Few comparative studies between CABG and PCI, including the current study by Yang and colleagues [10], adequately account for location and complexity of lesions, size of target vessels, and quality of distal outflow, all strong determinants of late clinical outcome. Randomized trials can eliminate this confounding effect, but as mentioned previously, these have hedged the issue by randomizing select anatomic subgroups and have often excluded more complex cases. Patients with blockages in small coronary arteries (<2.75 mm) were excluded from the ARTS trial. The authors of the ARTS trial stated that their study also avoided patients with lesions nonamenable to PCI, such as chronic total occlusions in an attempt to show complete revascularization in all randomized patients [13]. As a result, the anatomic disease complexity of the ARTS patients was actually lower than even the BARI trial patients, which was performed 5 years earlier in the pre-stent era [13]. Although currently enrolling trials of DES versus CABG including SYNTAX (Synergy Between Percutaneous Coronary Intervention With Taxus and Cardiac Surgery) and FREEDOM (Future Revascularization Evaluation in Patients With Diabetes Mellitus—Optimal Management of Multivessel Disease) have encouraged inclusion of a wider variety of lesions sets into the randomization, data from the SYNTAX run-in phase suggests that significant variation in anatomic complexity between PCI and CABG patients still exists [15]. Indeed the registries of the nonrandomized patients screened for these trials may provide as much robust data regarding revascularization outcomes as the randomized analysis.
There is also a growing concern about stent thrombosis (ST) in these more complex lesion sets. Early ST was reported to occur in 1% to 1.5% of patients enrolled in the early DES trials in which patients typically received only a single stent and had less complex lesions [16, 17]. In the ARTS trial, ST occurred in 1.1% of stented lesions, but 2.8% of patients at 1 year with single antiplatelet therapy [3]. The potential additive effects of ST in multivessel stenting procedures is yet to be determined. Increased rates of ST with DES versus BMS have recently been reported with more complex lesion types (including long lesions and calcified lesions) and in diabetics [18, 19]. It is not possible to clarify the relative roles of stent thrombosis, re-stenosis, disease progression, and incomplete revascularization from the current analysis by Yang and colleagues [10], but a combination of these factors lead to their finding of increased myocardial infarction after PCI with DES in this small group of patients.

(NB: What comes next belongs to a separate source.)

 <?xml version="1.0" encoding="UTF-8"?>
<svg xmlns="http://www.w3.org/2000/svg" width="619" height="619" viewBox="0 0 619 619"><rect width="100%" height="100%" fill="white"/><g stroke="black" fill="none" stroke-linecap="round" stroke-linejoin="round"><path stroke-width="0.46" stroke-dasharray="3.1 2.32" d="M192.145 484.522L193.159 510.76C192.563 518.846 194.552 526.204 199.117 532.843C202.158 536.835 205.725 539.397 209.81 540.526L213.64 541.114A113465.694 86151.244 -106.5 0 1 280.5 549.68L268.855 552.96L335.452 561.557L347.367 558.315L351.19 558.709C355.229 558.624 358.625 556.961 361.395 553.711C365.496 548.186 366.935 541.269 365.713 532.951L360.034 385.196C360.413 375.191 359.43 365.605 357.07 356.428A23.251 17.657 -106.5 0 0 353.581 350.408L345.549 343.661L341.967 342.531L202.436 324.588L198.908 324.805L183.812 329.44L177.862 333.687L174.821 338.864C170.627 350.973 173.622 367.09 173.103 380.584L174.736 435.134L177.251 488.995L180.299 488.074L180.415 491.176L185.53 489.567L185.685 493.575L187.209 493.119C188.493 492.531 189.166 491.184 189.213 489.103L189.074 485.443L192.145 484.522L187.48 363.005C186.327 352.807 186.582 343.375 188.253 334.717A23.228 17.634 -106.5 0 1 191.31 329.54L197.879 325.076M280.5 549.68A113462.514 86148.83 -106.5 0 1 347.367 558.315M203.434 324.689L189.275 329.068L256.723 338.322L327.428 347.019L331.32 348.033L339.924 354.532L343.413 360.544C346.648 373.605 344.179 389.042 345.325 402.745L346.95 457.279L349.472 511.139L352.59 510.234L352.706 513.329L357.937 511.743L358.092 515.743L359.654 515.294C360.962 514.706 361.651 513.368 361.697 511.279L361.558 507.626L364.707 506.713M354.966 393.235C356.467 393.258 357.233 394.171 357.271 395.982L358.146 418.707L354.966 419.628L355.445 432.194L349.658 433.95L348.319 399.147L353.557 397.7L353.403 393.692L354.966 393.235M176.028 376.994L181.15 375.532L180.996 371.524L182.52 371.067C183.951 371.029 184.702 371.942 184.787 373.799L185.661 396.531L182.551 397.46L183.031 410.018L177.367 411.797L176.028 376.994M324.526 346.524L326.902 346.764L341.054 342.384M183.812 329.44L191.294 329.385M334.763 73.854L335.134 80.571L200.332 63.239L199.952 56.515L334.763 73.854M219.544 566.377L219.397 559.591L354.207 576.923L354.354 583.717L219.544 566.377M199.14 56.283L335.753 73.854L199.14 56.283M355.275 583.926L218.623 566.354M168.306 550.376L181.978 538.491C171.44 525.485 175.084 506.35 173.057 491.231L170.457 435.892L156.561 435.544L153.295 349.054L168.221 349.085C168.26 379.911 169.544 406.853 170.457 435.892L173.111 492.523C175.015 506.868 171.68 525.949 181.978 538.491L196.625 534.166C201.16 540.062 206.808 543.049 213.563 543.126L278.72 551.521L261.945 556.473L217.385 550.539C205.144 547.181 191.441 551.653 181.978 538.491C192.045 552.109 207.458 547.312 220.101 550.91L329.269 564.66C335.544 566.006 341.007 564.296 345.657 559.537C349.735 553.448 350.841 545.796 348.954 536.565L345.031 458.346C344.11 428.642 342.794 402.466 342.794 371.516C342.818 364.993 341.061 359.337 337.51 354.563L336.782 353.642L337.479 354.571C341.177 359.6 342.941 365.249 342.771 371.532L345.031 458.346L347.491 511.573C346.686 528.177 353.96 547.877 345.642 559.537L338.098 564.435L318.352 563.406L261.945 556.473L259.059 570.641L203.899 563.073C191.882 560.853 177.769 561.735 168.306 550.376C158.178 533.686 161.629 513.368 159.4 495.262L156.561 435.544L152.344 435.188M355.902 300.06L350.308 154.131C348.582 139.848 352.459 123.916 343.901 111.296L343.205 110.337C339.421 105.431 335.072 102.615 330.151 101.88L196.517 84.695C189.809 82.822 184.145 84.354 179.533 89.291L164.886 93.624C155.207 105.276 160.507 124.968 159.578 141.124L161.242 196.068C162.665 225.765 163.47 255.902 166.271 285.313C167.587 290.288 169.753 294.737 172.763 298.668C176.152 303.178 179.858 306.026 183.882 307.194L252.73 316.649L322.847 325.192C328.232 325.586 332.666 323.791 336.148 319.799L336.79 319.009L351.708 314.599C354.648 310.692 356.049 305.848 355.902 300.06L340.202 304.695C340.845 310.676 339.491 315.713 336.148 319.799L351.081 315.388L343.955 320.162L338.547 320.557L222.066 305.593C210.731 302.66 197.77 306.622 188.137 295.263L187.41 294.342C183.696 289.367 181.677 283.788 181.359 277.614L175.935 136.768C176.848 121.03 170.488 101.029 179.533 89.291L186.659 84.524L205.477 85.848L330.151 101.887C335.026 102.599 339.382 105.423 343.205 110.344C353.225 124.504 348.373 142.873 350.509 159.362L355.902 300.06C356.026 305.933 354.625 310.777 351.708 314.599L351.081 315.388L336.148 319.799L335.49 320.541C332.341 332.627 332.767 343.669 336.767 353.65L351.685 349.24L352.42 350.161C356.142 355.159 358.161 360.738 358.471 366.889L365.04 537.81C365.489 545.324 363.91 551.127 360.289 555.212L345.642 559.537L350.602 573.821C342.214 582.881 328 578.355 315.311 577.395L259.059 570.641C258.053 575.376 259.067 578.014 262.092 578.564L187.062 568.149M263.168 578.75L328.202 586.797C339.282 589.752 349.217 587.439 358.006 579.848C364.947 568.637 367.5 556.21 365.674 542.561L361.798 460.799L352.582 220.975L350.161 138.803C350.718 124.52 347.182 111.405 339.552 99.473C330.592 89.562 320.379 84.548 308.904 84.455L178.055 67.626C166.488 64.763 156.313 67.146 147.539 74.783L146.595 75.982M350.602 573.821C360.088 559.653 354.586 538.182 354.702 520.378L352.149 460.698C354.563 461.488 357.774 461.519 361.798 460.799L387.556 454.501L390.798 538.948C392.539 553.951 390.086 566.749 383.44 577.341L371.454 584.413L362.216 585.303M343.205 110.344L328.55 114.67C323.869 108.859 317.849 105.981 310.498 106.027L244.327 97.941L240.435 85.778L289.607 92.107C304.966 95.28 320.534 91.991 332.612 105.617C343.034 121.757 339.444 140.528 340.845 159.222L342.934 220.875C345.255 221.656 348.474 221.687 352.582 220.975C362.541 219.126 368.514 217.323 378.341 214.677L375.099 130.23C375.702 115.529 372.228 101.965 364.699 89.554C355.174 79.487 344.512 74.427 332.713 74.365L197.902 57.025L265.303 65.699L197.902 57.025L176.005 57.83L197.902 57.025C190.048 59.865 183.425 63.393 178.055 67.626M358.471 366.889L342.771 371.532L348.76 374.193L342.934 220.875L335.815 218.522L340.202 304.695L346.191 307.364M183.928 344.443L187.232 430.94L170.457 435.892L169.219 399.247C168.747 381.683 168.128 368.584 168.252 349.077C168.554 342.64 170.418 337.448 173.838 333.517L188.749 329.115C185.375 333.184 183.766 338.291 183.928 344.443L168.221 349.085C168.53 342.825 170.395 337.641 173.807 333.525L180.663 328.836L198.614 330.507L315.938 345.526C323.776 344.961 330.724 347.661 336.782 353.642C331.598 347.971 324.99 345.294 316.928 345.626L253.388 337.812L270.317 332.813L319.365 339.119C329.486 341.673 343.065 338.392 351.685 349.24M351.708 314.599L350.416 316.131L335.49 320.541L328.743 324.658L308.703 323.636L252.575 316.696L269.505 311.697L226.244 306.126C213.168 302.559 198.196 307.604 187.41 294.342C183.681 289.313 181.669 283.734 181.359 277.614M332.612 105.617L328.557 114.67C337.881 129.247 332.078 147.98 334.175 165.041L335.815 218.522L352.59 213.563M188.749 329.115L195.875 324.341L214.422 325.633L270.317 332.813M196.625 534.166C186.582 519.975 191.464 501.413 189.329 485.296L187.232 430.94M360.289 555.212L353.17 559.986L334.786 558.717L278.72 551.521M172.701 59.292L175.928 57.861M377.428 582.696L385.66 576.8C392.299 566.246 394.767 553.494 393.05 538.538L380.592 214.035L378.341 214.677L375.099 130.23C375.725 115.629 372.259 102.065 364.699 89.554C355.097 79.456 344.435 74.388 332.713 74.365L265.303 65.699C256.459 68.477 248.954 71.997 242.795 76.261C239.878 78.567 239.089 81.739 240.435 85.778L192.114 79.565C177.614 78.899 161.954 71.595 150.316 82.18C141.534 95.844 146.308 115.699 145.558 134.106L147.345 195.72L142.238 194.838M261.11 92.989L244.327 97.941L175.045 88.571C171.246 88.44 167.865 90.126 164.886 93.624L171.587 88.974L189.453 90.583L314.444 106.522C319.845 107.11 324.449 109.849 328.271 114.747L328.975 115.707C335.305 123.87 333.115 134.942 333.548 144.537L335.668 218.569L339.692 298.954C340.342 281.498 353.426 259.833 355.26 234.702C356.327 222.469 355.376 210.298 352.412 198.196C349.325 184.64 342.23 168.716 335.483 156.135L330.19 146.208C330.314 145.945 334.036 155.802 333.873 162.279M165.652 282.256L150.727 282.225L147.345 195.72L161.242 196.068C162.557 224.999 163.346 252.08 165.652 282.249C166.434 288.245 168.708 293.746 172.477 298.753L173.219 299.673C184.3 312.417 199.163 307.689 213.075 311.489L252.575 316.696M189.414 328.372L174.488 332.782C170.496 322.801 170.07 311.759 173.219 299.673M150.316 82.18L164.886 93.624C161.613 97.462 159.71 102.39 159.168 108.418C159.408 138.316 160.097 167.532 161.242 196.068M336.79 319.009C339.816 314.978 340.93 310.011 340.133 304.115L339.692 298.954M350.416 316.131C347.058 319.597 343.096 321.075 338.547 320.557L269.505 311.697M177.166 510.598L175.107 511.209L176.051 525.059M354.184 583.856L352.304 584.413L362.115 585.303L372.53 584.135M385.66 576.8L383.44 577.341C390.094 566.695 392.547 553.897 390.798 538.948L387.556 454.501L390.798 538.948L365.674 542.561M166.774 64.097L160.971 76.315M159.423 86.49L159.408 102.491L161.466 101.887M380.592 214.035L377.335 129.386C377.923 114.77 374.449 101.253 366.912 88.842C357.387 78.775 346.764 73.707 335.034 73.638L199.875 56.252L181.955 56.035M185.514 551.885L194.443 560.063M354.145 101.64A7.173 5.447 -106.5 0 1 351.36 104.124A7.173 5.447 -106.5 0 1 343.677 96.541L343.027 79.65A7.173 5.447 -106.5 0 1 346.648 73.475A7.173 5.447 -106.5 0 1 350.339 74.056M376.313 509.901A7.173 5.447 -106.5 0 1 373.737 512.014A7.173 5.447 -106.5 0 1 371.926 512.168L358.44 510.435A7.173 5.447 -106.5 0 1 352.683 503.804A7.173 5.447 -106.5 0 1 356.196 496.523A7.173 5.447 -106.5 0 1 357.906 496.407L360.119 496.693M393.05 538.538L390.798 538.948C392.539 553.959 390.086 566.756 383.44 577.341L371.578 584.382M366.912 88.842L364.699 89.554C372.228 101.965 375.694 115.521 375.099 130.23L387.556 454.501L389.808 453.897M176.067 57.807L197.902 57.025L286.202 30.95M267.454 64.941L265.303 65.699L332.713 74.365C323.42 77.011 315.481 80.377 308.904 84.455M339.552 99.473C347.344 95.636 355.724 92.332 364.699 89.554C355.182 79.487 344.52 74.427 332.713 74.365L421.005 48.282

Although larger observational studies and clinical trials will continue to attempt to clarify the role of PCI, CABG and medical therapy in multivessel coronary disease, careful, stratified recruitment of specific anatomic subsets, and pre-specified subgroup comparisons will be required to provide definitive guidance. In the meantime, cardiovascular practitioners must distill, out of the data currently available, an optimal revascularization strategy individualized for each patient.